Por outro lado, a atividade vitivinícola tem atraído e tem sido o motor do desenvolvimento de outras atividades, nomeadamente o turismo. Desta forma têm vindo a receber muitos visitantes, advindo daí outras fontes de rendimento, como  a venda de artesanato ou o aluguer de turismo de habitação, criando emprego. Muitos jovens têm-se fixado nas suas localidades uma vez que não precisam de ter que obrigatoriamente sair para procurar emprego fora da ilha do Fogo.

Conclusão
O presente trabalho mostra que a atividade vitivinícola na ilha do Fogo pode estimular a economia rural ao proporcionar aos agricultores melhores rendimentos e, desta forma, contribuir para a melhoria do seu bem-estar. Por outro lado, ficou perceptível que o sector vitivinícola não pode ser visto isoladamente mas antes como uma componente do desenvolvimento integrado. Tem maior potencial empregador para as populações com poucas alternativas mas pode também favorecer o crescimento de atividades não agrícolas.
A conclusão mais importante é a de que o nível geral de vida nas localidades vitícolas melhorou e tem estado a melhorar desde o aparecimento das cooperativas de produção e comercialização do vinho. A análise e interpretação dos dados recolhidos no terreno evidenciam a importância que a viticultura e a vinicultura assumem na geração de rendimentos e na melhoria do bem-estar dos agregados familiares e das comunidades, permitindo adquirir outros bens alimentares e outros serviços. Verifica-se que os resultados, tanto os monetários como os não monetários, foram positivos no que respeita às melhorias das condições de vida: aumento do rendimento, aumento da escolaridade das crianças e aumento da continuação dos estudos por parte das crianças e adolescentes, criação de postos de trabalho, e melhorias em indicadores de saúde e condições habitacionais.
Em termos sintéticos, e para 2010, apurou-se que a viticultura é uma importante fonte de rendimento para os associados das cooperativas Chã (Chã das Caldeiras) e Sodade (Achada Grande, Corvo e Relva) representando cerca de 77,2% do seu rendimento global; que este foi, em comparação com a situação no passado, dezassete vezes superior; que 96,7% dos produtores viu melhorar o seu bem-estar depois do aparecimento das cooperativas; que 87,9% dos produtores tem a vinha como a cultura mais importante, pelo facto de permitir a melhoria dos rendimentos; que 46,7% dos produtores situam-se acima do limiar pobreza e 80% acima do valor da cesta básica devido aos rendimentos da vinha; que a melhoria dos rendimentos permite a que cerca de 70% dos agricultores invista na educação dos filhos, proporcionado um aumento das matrículas registadas.
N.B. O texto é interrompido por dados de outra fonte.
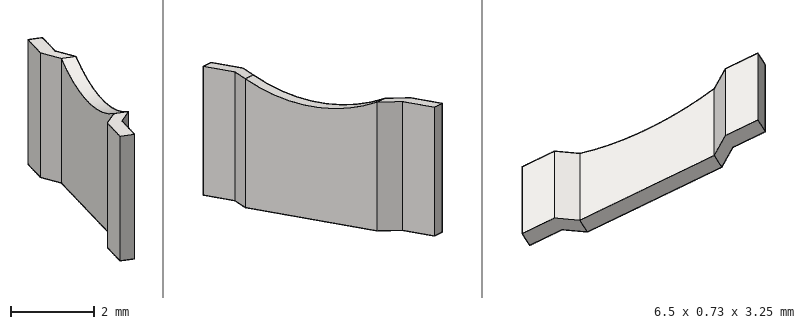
import cadquery as cq

length = 6.5
depth = 0.73
height = 3.25

thickness = 0.38
foot_length = 0.9
bridge_length = 3.705
scoop_depth = 0.4

half_length = length / 2
half_bridge = bridge_length / 2
bend_x = half_length - foot_length
foot_front = -depth / 2
foot_back = foot_front + thickness
bridge_back = depth / 2
bridge_front = bridge_back - thickness
bottom = -height / 2
top = height / 2


def make_bridge():
    """Raised middle plate with a shallow arc scooped from its top edge."""
    return (
        cq.Workplane("XZ", origin=(0, bridge_back, 0))
        .moveTo(-half_bridge, bottom)
        .lineTo(half_bridge, bottom)
        .lineTo(half_bridge, top)
        .threePointArc((0, top - scoop_depth), (-half_bridge, top))
        .close()
        .extrude(thickness)
    )


def make_terminal(side):
    """Flat foot and sloping web at one end; side is -1 for left, +1 for right."""
    outline = [
        (side * half_bridge, bridge_front),
        (side * bend_x, foot_front),
        (side * half_length, foot_front),
        (side * half_length, foot_back),
        (side * bend_x, foot_back),
        (side * half_bridge, bridge_back),
    ]
    return cq.Workplane("XY", origin=(0, 0, bottom)).polyline(outline).close().extrude(height)


bridge = make_bridge()
terminals = [make_terminal(side) for side in (-1, 1)]

result = cq.Compound.makeCompound([bridge.val(), *[terminal.val() for terminal in terminals]])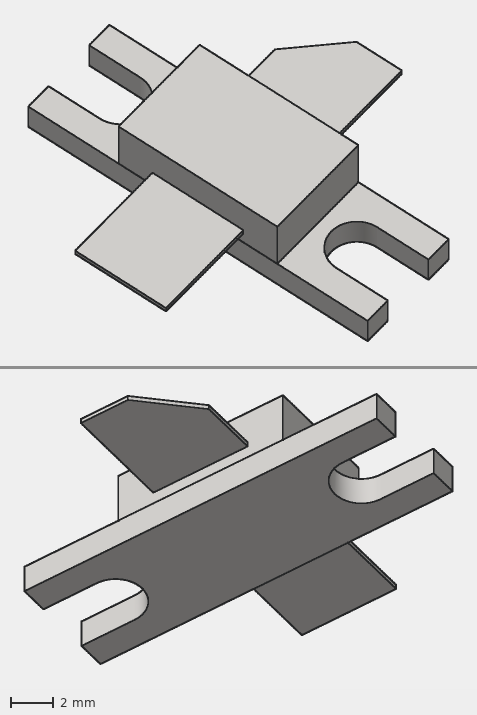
import cadquery as cq

flange_length = 20.5
body_width = 6.2
flange_thickness = 1.6
slot_width = 3.1
slot_spacing = 14.3

total_height = 4.5
housing_length = 9.6
housing_height = total_height - flange_thickness

lead_span = 18.0
lead_width = 5.5
lead_thickness = 0.27
lead_clearance = 0.7
lead_bottom = flange_thickness + lead_clearance
lead_reach = (lead_span - body_width) / 2
lead_bevel = lead_width / 2


def block(length, width, height, bottom):
    """Box centred on the Z axis, standing on the given height."""
    return (
        cq.Workplane("XY")
        .workplane(offset=bottom)
        .box(length, width, height, centered=(True, True, False))
    )


def make_slot(side):
    """Cutter for the round-ended slot at the -X (side = -1) or +X (side = 1) end."""
    slot_centre = side * slot_spacing / 2
    flange_end = side * flange_length / 2
    half_width = slot_width / 2
    return (
        cq.Workplane("XY")
        .moveTo(flange_end, -half_width)
        .lineTo(slot_centre, -half_width)
        .threePointArc((slot_centre - side * half_width, 0), (slot_centre, half_width))
        .lineTo(flange_end, half_width)
        .close()
        .extrude(flange_thickness)
    )


def make_flange():
    flange = block(flange_length, body_width, flange_thickness, 0)
    for side in (-1, 1):
        flange = flange.cut(make_slot(side))
    return flange


def make_lead(side):
    """Flat lead on the -Y (side = -1) or +Y (side = 1) face of the housing."""
    lead_centre = side * (body_width + lead_reach) / 2
    return block(lead_width, lead_reach, lead_thickness, lead_bottom).translate((0, lead_centre, 0))


def make_housing():
    plain_lead = make_lead(-1)
    marked_lead = make_lead(1).edges("|Z and <X and >Y").chamfer(lead_bevel)
    housing = block(housing_length, body_width, housing_height, flange_thickness)
    return housing.union(plain_lead).union(marked_lead)


flange = make_flange()
housing = make_housing()

result = cq.Compound.makeCompound([flange.val(), housing.val()])

Assim, a Vinha, cultura praticada desde há muitos anos, parece ser uma das culturas a apostar na ilha do Fogo. O facto de se poder obter a partir daí outros rendimentos e tendo em conta os preços praticados, representa uma atividade valorativa e uma boa alternativa de rendimento comparativamente a outras culturas tradicionais. No entanto, debate-se ainda com algumas deficiências que urge resolver: vinhas velhas na sua grande maioria (mais de 70% das vinhas têm idade superior a 30 anos) e explorações de dimensões reduzidas, muito parceladas, e que condicionam o acesso à terra para novas plantações de videiras. O cooperativismo vinícola detém já posição interessante na economia da produção de vinhos em Cabo Verde e as pequenas propriedades têm desempenhado um papel importante no desenvolvimento e redução da pobreza, papel amplamente reconhecido pelos parceiros de desenvolvimento. O cooperativismo na Ilha do Fogo ligado à produção vitivinícola constitui um exemplo frutífero do que pode ser a procura de diversificação da atividade agrícola aproveitando o mercado interno ou o mercado externo, este, sobretudo, pela aposta nos vastos mercados de emigrantes cabo-verdianos.